翌日は普通に時間どうりに出勤したのだった。
もちろん、あの風呂敷包みを抱えながら。

「おはようございまーす」午後からの出勤のシフトだったが、午後でも夜でも出勤した時の従業員同士の挨拶は
「おはようございます」なのだ。これは、どこでも慣例になっている挨拶の仕方だ。

早速、午前中開店時間から出社していたSさんが来た。
「おはよう。〇〇ちゃん。どうだった?おうちの人に話してみた?」またもや弾むような声と笑顔で、言い寄ってきた。
「あの・・・、それが・・・」私がしどろもどろで話しだしたのでSさんは
「ん?」と不思議がった顔つきになった。

(ええーい、どうにでもなれ!)半ばやけっぱちで、Sさんに話し始めた。
「実は、両親から、もの凄く怒られまして、うちには要らないから、丁重にお返しなさい、と言われて。持って来ました。」

まだ、タイムカードを押す前だったので、事務所には他に誰もいない。私とSさんだけだった。


なんですって?
もう一度、聞いていいかしら?
なんですって?


Sさんの顔つきが、厳しい顔つきに徐々に変化するではないか。
「ええ。だから、うちの親が、うちには昔から神棚に信仰してる神様が祭ってあるから、その神様を捨ててまで、Sさんの信仰する御札をお祭りすることは、出来ない!とかたくなに、拒絶されました。なので、私も親の考えには逆らえないとこもあるので、これ、お返ししてこいと、言われたので、持って来ました。」
そう言うと、私はSさんに風呂敷包みをどっかと、渡した。

Sさんが何か言おうとしていたが、タイムカードを押さなきゃ遅刻になってしまうので、
「すみません。仕事に入らせていただきます」
そう言うと、私はタイムカードを打刻して売り場に逃げた。

後ろからは、Sさんの冷たい、怒りの視線が感じとれていた。

売り場には、パートさんや、バイト君、もちろん社員数名もいた。
それぞれに、それぞれの仕事をこなしていた。
一応、一巡しては「おはようございまーす」と挨拶して「今日もよろしくおねがいしまーす」と昨日は何も無かった素振りで、私は私の持ち場である、医薬品のとこに行った。

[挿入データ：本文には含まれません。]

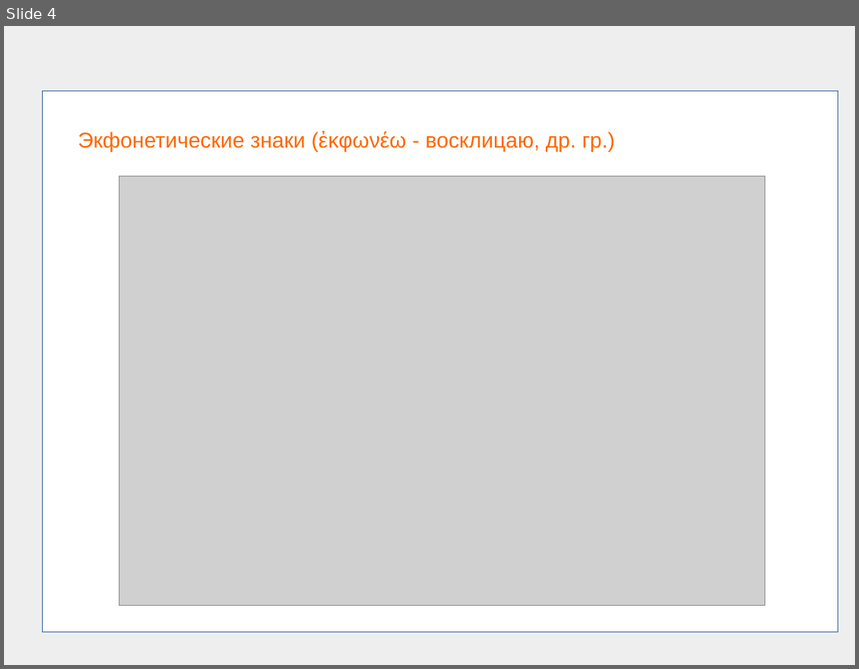
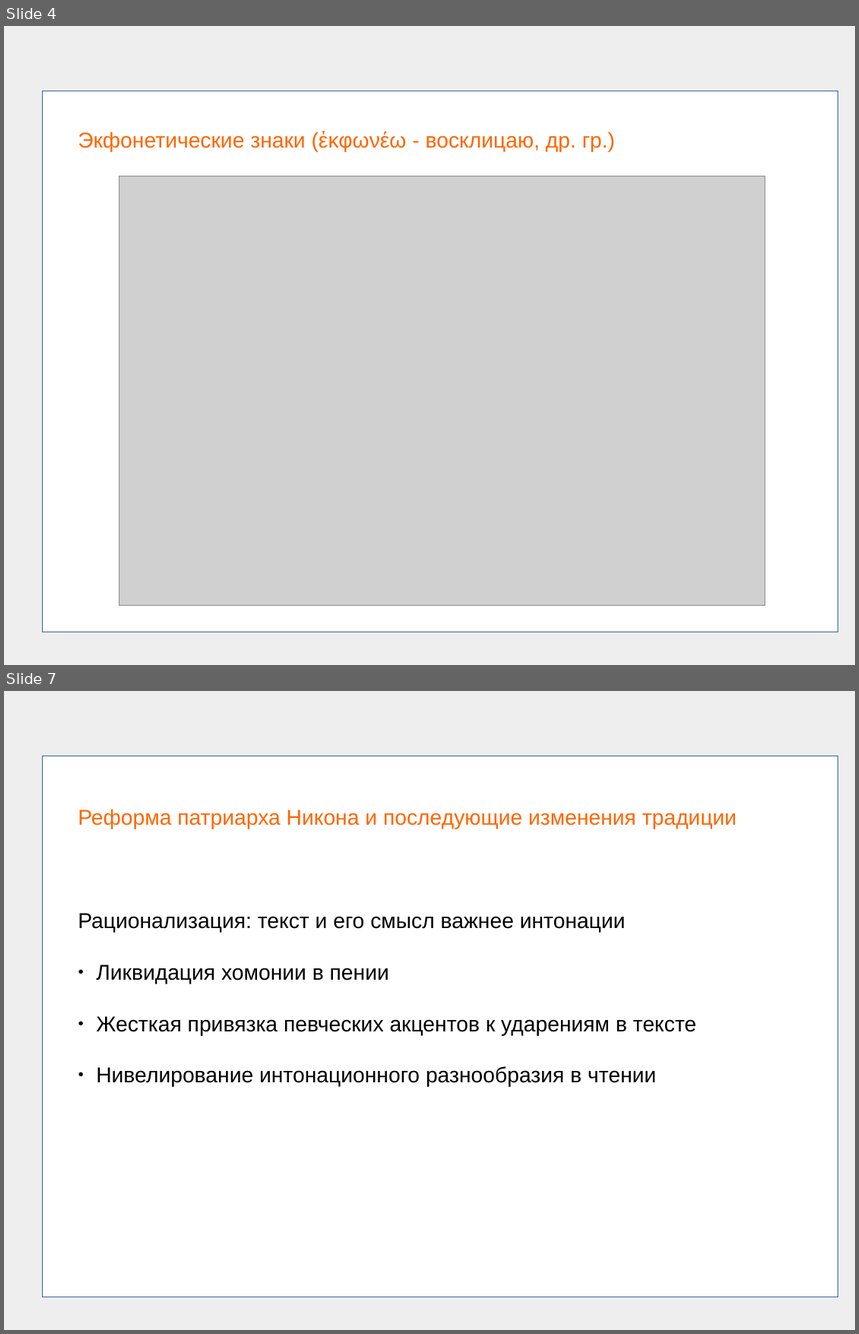
Before and after one commit to frpaul/ob, a slide deck: presentations/Church_reading.odp. Shown one above the other, each under a label of ours: slide 4 before the commit, slides 4 and 7 after it; the slides between them are not shown. The pictures are 859x669 and 859x1334 pixels, drawn with LibreOffice and Linux fonts; fonts in the diff are those of the drawing; grey boxes stand for pictures. Boxes give left, top, right and bottom in pixels: in the first picture for what was removed or moved away, otherwise in the second. Text is boxed around its words. In the diff, an @@ line names an element or a change of style, - is before the commit and + after.

```diff
--- a/presentations/Church_reading.odp
+++ b/presentations/Church_reading.odp
@@ slide 7 added at [4, 691, 855, 1330], background #EEEEEE @@
@@ rectangle added at [43, 756, 838, 1297], fill #FFFFFF, outline #3465A4 0 pt @@
@@ subtitle added at [78, 809, 737, 1087], 20 pt, text #000000 @@
+Реформа патриарха Никона и последующие изменения традиции
+Рационализация: текст и его смысл важнее интонации
+● Ликвидация хомонии в пении
+● Жесткая привязка певческих акцентов к ударениям в тексте
+● Нивелирование интонационного разнообразия в чтении
```
Also in this commit, not shown: 2 slides changed, 3 other slides added, 6 slides removed, 12 other files.

個人経営のドラッグストアだったので、問屋さんが週に2回納品を持ってきていた。
それを問屋さん持参の、うちの店用の伝票と共に持ってきて、問屋さんと検品をした。
検品が終わると、自分たちで品出しが始まる。
そんな感じのシステムだった。
もちろん、製薬会社の営業さん(今はMRっていうよね)も時々来てて、医薬品の納入の決定権は薬剤師である店長にあったが、健食などは、私が決めてもいいことになっていた。
店長が休みの時は、医薬品の決定権は、資格のないのにSさんが決めていた。
今じゃ、考えられない話だ。

検品作業は細かいものも多かったから、問屋さんが読み上げて、私が現物の数と伝票の数を見比べて、相違無ければ伝票に☑をいれていた。
ひととおり、検品作業が終わって、必要な伝票(店控え。この伝票は4枚綴りの複写で、一枚目が店控えで後は問屋さん持ち帰りだったはず)をまとめて、
「さあ~て、だすかねぇ」とオリコン(折りたためるコンテナBOXを略してオリコンという)の中から、小さなダンボールに入ったものから出そうと考えていた時だった。

「〇〇ちゃ~ん、ちょっと、いいかしらぁ?」
「ん?誰か聞き覚えのある声が、私を呼んでるぞ」とその声のする方を見た。

Sさんだった。
Sさんはゴンドラ(棚のことを、こう呼ぶ)の端っこから半分顔を出して、私に手招きしていた。
しかも、笑顔で。見事に作った笑顔で。
(なんだろう?今仕事中だし。これ結構時間かかるし。他にもやること山積みなんだよね)と内心思いながらも、
呼んでるSさんのとこに行った。

「あの・・・。なんなんですか?今、品出ししてるとこなんですが」と私。
Sさんは、ちらっと辺りを見渡しながら、小声でこんな事を言い出したではないか!

いい?〇〇ちゃん。
今に、絶対、〇〇ちゃんに
悪いことが必ず起きるから。
絶対によ!
悪いことが起きるから!

ドヒャーッ!!!
きたよ、きた!!!
「えっ?・・・・。」

だから・・・、
もう一度言うけど、いい?
〇〇ちゃんに、絶対に、今に、
必ず、悪いことが、
起きるから!!!
絶対によ!!!
(キーッ!!!)

そうSさんは小声ではあったが、私をガン見しながら言った。
私は返す言葉も無く、ただ抱えていたダンボールの小箱を眺めていた。
そして、これからが、私にとって悪夢の日々の始まりでもあった。

お客様が私達のそばを通ったら、何くわぬ顔で
「いらっしゃいませ~え」と作り笑顔で言いながら、Sさんは私に仕事の話をしだした。
仕事で私がSさんと話している、という印象をお客様に付けるかのように。
もちろん、他の従業員がそばを通っても同じだった。


しかし・・・。この日だけ、この時だけでは無かったのだった。




つづく・・・・。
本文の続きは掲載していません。